:: Available data ::

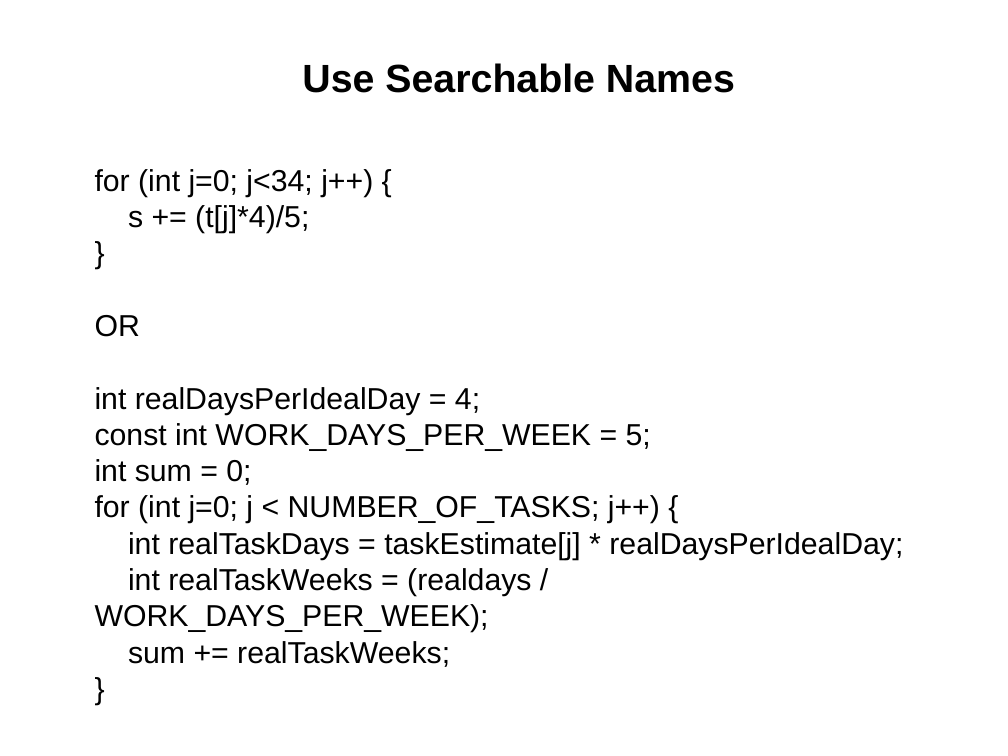
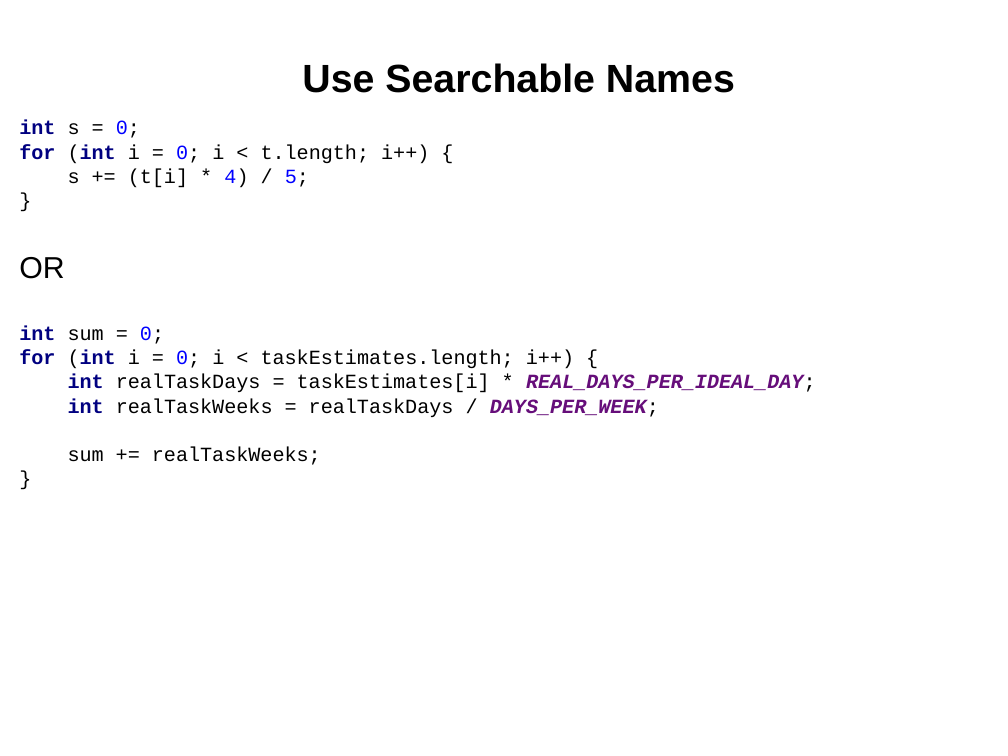
Before and after one commit to cvmocanu/clean-code-presentation, a slide deck: slide 26 of Clean Code.pptx (slide 19 before the commit). Drawn at 1008x756 pixels with LibreOffice and Linux fonts; fonts in the diff are those of the drawing. Boxes give left, top, right and bottom in pixels: in the first picture for what was removed or moved away, otherwise in the second. Text is boxed around its words. In the diff, an @@ line names an element or a change of style, - is before the commit and + after.

```diff
--- a/Clean Code.pptx
+++ b/Clean Code.pptx
@@ text "int s = 0; for ...": place and size @@
-text "int s = 0; for ..." at bbox=[95, 169, 903, 667]
+text "int s = 0; for ..." at bbox=[19, 120, 816, 465]
@@ text at bbox=[19, 120, 429, 188]: text changed; size 24 to 16 pt; font Arial to Courier New @@
-for (int j=0; j<34; j++) {
-s += (t[j]*4)/5;
-}
+int s = 0;
+for (int i = 0; i < t.length; i++) {
+s += (t[i] * 4) / 5;
+}
@@ text at bbox=[19, 326, 816, 465]: text changed; size 24 to 16 pt; font Arial to Courier New @@
-int realDaysPerIdealDay = 4;
-const int WORK_DAYS_PER_WEEK = 5;
-int sum = 0;
-for (int j=0; j < NUMBER_OF_TASKS; j++) {
-int realTaskDays = taskEstimate[j] * realDaysPerIdealDay;
-int realTaskWeeks = (realdays / WORK_DAYS_PER_WEEK);
-sum += realTaskWeeks;
-}
+int sum = 0;
+for (int i = 0; i < taskEstimates.length; i++) {
+int realTaskDays = taskEstimates[i] * REAL_DAYS_PER_IDEAL_DAY;
+int realTaskWeeks = realTaskDays / DAYS_PER_WEEK;
+sum += realTaskWeeks;
+}
```
Also in this commit, not shown: 9 other slides changed, 10 slides added.

:::

All entries above, minus the pictures, should be repeated exactly.

Before and after one commit to cvmocanu/clean-code-presentation, a slide deck: slide 26 of Clean Code.pptx (slide 19 before the commit). Drawn at 1008x756 pixels with LibreOffice and Linux fonts; fonts in the diff are those of the drawing. Boxes give left, top, right and bottom in pixels: in the first picture for what was removed or moved away, otherwise in the second. Text is boxed around its words. In the diff, an @@ line names an element or a change of style, - is before the commit and + after.

```diff
--- a/Clean Code.pptx
+++ b/Clean Code.pptx
@@ text "int s = 0; for ...": place and size @@
-text "int s = 0; for ..." at bbox=[95, 169, 903, 667]
+text "int s = 0; for ..." at bbox=[19, 120, 816, 465]
@@ text at bbox=[19, 120, 429, 188]: text changed; size 24 to 16 pt; font Arial to Courier New @@
-for (int j=0; j<34; j++) {
-s += (t[j]*4)/5;
-}
+int s = 0;
+for (int i = 0; i < t.length; i++) {
+s += (t[i] * 4) / 5;
+}
@@ text at bbox=[19, 326, 816, 465]: text changed; size 24 to 16 pt; font Arial to Courier New @@
-int realDaysPerIdealDay = 4;
-const int WORK_DAYS_PER_WEEK = 5;
-int sum = 0;
-for (int j=0; j < NUMBER_OF_TASKS; j++) {
-int realTaskDays = taskEstimate[j] * realDaysPerIdealDay;
-int realTaskWeeks = (realdays / WORK_DAYS_PER_WEEK);
-sum += realTaskWeeks;
-}
+int sum = 0;
+for (int i = 0; i < taskEstimates.length; i++) {
+int realTaskDays = taskEstimates[i] * REAL_DAYS_PER_IDEAL_DAY;
+int realTaskWeeks = realTaskDays / DAYS_PER_WEEK;
+sum += realTaskWeeks;
+}
```
Also in this commit, not shown: 9 other slides changed, 10 slides added.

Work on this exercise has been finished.